Today, the geopolitical situation is more daunting in almost every respect. China is an even more assertive challenger to U.S. interests. Its ongoing economic resurgence shows that Trump’s trade war has achieved little beyond taxing American consumers. Russia is a different kind of threat from China, but Putinism is even less contained now than it was in 2016. With multiple potential flashpoints from Taiwan to Baltic states, from the Arctic circle to the South China Sea and Malacca Strait, and across multiple issues and domains including trade, technology, cybersecurity, ideology, as well as air, land, sea, space, and soft power, this is the most daunting environment of great-power conflict that any Democratic administration has faced since the days of former President Jimmy Carter.
The list of urgent challenges goes on: North Korea’s nuclear ambitions are as unconstrained as ever, after Trump’s gambit of war threats followed by meaningless summitry and appeasement only elevated the status of North Korean leader Kim Jong Un. In Afghanistan, Trump’s unconditional troop reduction was a lame-duck poison pill for Biden that hands the Taliban more than a lifeline and raises serious questions about the prospects for peace negotiations in the United States’ longest war. Biden likewise must manage Iran’s nuclear and other malign activities with all U.S. strategies seemingly exhausted. There is a very real possibility that the United States will receive, on Biden’s watch, the response for the setbacks Iran suffered at the hands of the Trump administration. This could be the first national-security crisis of the Biden era.
The Biden team will find the geopolitical situation more complex and novel in other ways as well. Decades of conventional wisdom about the Middle East have been upended by Israel making significant peace strides with the Gulf States—a welcome development—even as the peace process with the Palestinian Authority has gone into reverse—a decidedly unwelcome development. While the Britain’s Brexit referendum happened on Obama’s watch, the ongoing negotiations between Britain and the European Union have been a slow-rolling train wreck creating a level of transatlantic complexity that none of the Biden team have managed before. There have been incremental improvements in NATO defense capabilities in response to Trump’s browbeating of alliance members, but at the enormous cost of fractures in the political and trust relationships within the bloc. And democratic backsliding across the alliance went from being an isolated concern to an ominous trend involving a growing list of countries.

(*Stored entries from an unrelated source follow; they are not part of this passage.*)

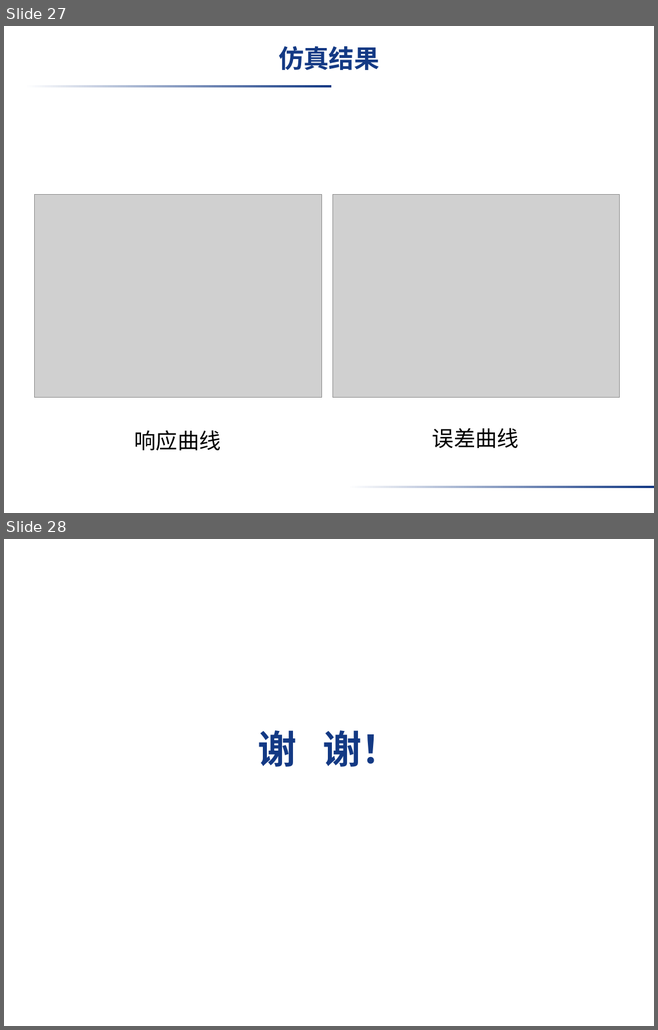
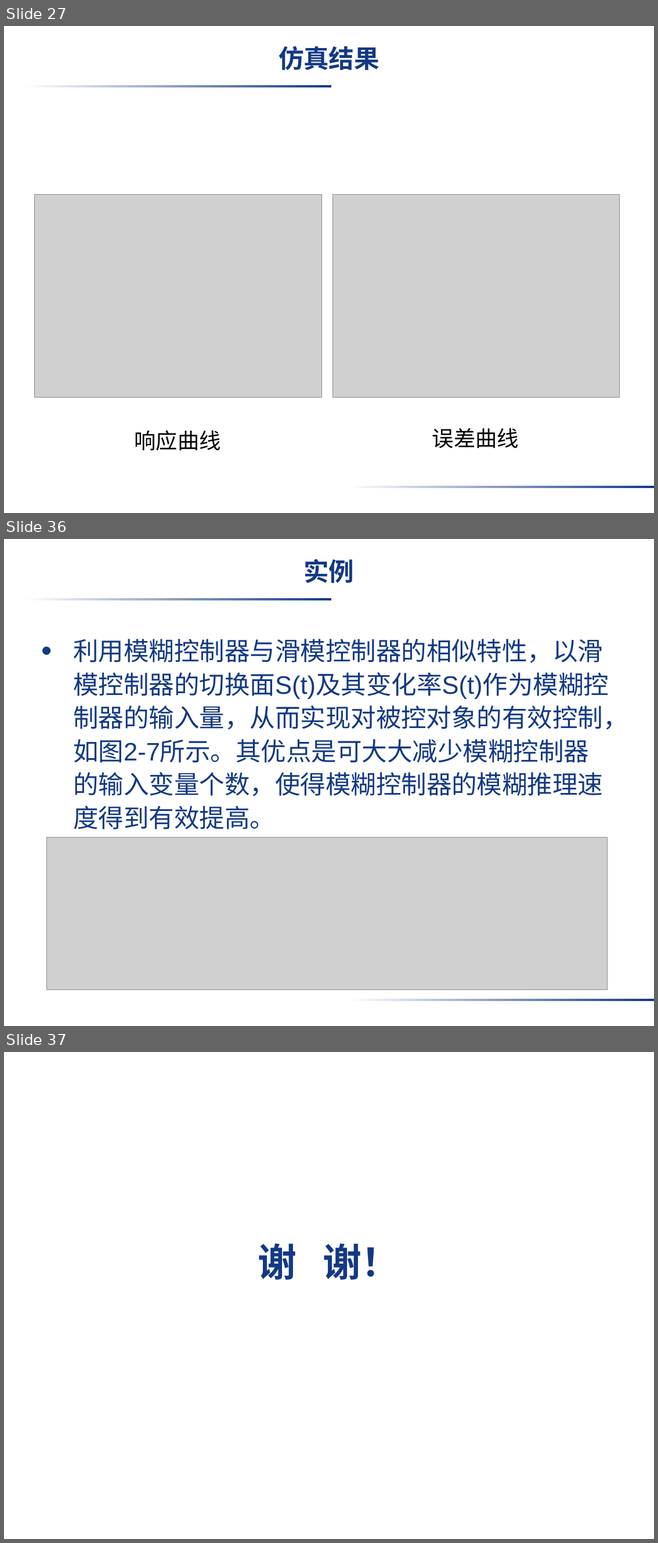
Before and after one commit to liujimu/fuzzy_control_homework, a slide deck: 第一次作业_刘继沐.pptx. Shown one above the other, each under a label of ours: slides 27 and 28 before the commit, slides 27, 36 and 37 after it; the slides between them are not shown. The pictures are 658x1030 and 658x1543 pixels, drawn with LibreOffice and Linux fonts; fonts in the diff are those of the drawing; grey boxes stand for pictures; background and template pictures are left out. Boxes give left, top, right and bottom in pixels: in the first picture for what was removed or moved away, otherwise in the second. Text is boxed around its words. In the diff, an @@ line names an element or a change of style, - is before the commit and + after.

```diff
--- a/第一次作业_刘继沐.pptx
+++ b/第一次作业_刘继沐.pptx
@@ slide 36 added at <box>4,539,654,1026</box>, background picture (left out); not listed: 2 template elements that a slide beside it also shows @@
@@ title added at <box>303,559,354,583</box>, 28 pt, text #133984, bold @@
+实例
@@ text added at <box>73,639,628,830</box>, 28 pt, text #133984 @@
+• 利用模糊控制器与滑模控制器的相似特性，以滑模控制器的切换面S(t)及其变化率S(t)作为模糊控制器的输入量，从而实现对被控对象的有效控制，如图2-7所示。其优点是可大大减少模糊控制器的输入变量个数，使得模糊控制器的模糊推理速度得到有效提高。
@@ picture added at <box>47,837,607,990</box> @@
@@ what was slide 28 is now slide 37 @@
```
Also in this commit, not shown: 8 other slides added, 1 other file.

We Republicans would do well to remind ourselves that as Biden and his team address these challenges, they do so with a damaged set of tools and institutions they inherited from the Trump administration. These include weakened alliances, demoralized diplomats and intelligence professionals, frayed civil-military relations, and the United States’ global credibility severely eroded.
All that said, the most important priorities for the new administration will be navigating the way out of the COVID-19 pandemic and putting the U.S. economy back on its feet. The country is fortunate that Biden has opted for competence and experience rather than ideology in picking his foreign-policy team. They will have their hands full from day one, and those of us in the loyal opposition will do our part to help them advance U.S. interests at home and abroad.